■ **Exercise details**
Write only how many lines of the listing below include the string "from".

■ **Data excerpts**
****

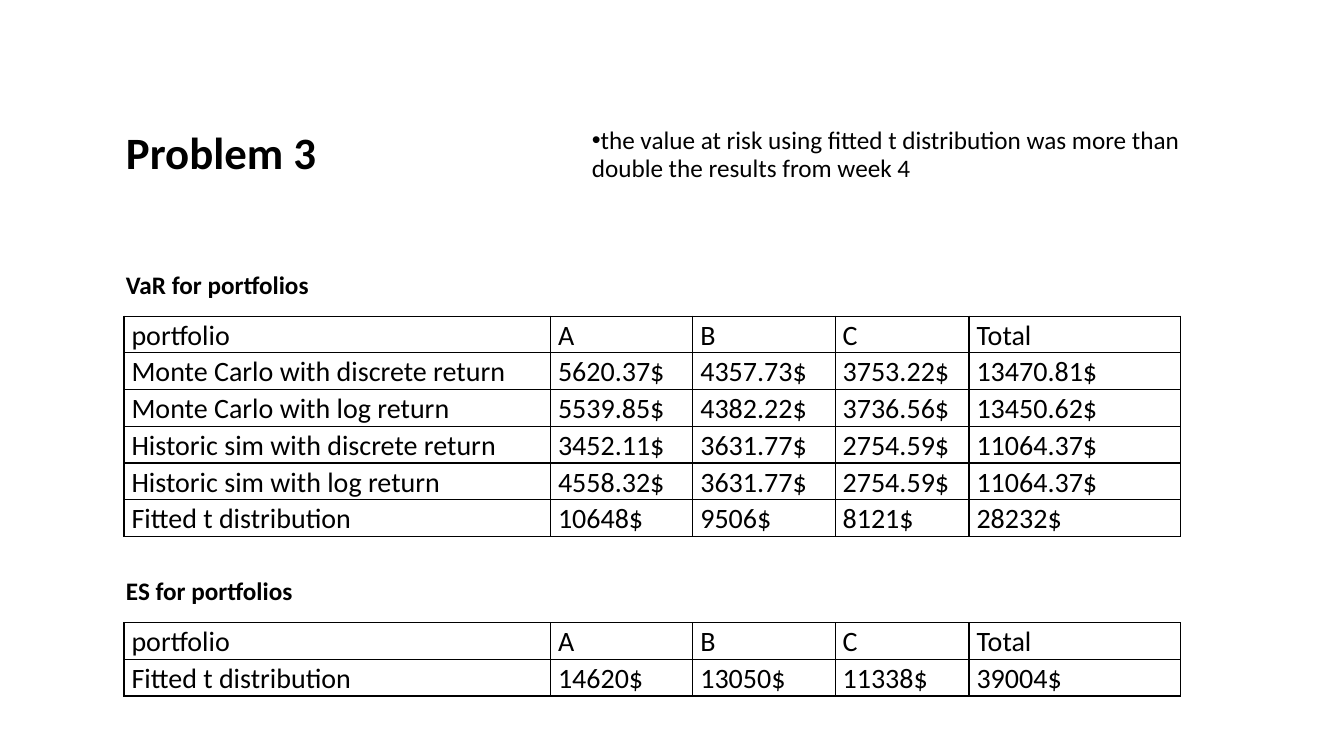
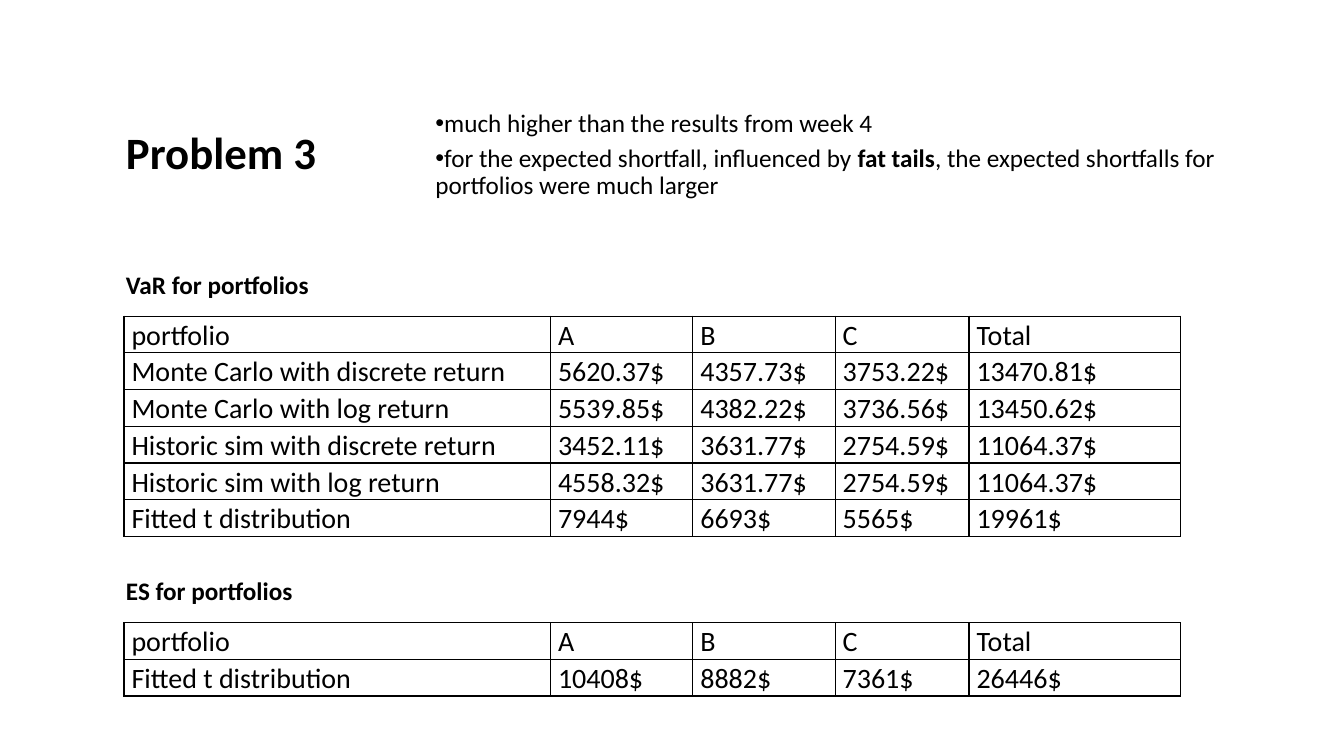
Before and after one commit to Peilin200010/Peilin545, a slide deck: slide 5 of Week05/week5solution.pptx. Drawn at 1344x756 pixels with LibreOffice and Linux fonts; fonts in the diff are those of the drawing. Boxes give left, top, right and bottom in pixels: in the first picture for what was removed or moved away, otherwise in the second. Text is boxed around its words. In the diff, an @@ line names an element or a change of style, - is before the commit and + after.

```diff
--- a/Week05/week5solution.pptx
+++ b/Week05/week5solution.pptx
@@ text at (435, 114, 1214, 199): text changed @@
-• the value at risk using fitted t distribution was more than double the results from week 4
+• much higher than the results from week 4
+• for the expected shortfall, influenced by fat tails, the expected shortfalls for portfolios were much larger
@@ table at (124, 317, 1181, 535) @@
-row 6: Fitted t distribution | 10648$ | 9506$ | 8121$ | 28232$
+row 6: Fitted t distribution | 7944$ | 6693$ | 5565$ | 19961$
@@ table at (124, 623, 1181, 695) @@
-row 2: Fitted t distribution | 14620$ | 13050$ | 11338$ | 39004$
+row 2: Fitted t distribution | 10408$ | 8882$ | 7361$ | 26446$
```
Also in this commit, not shown: 1 other slide changed, 1 other file.

****

■ **Your solution**
2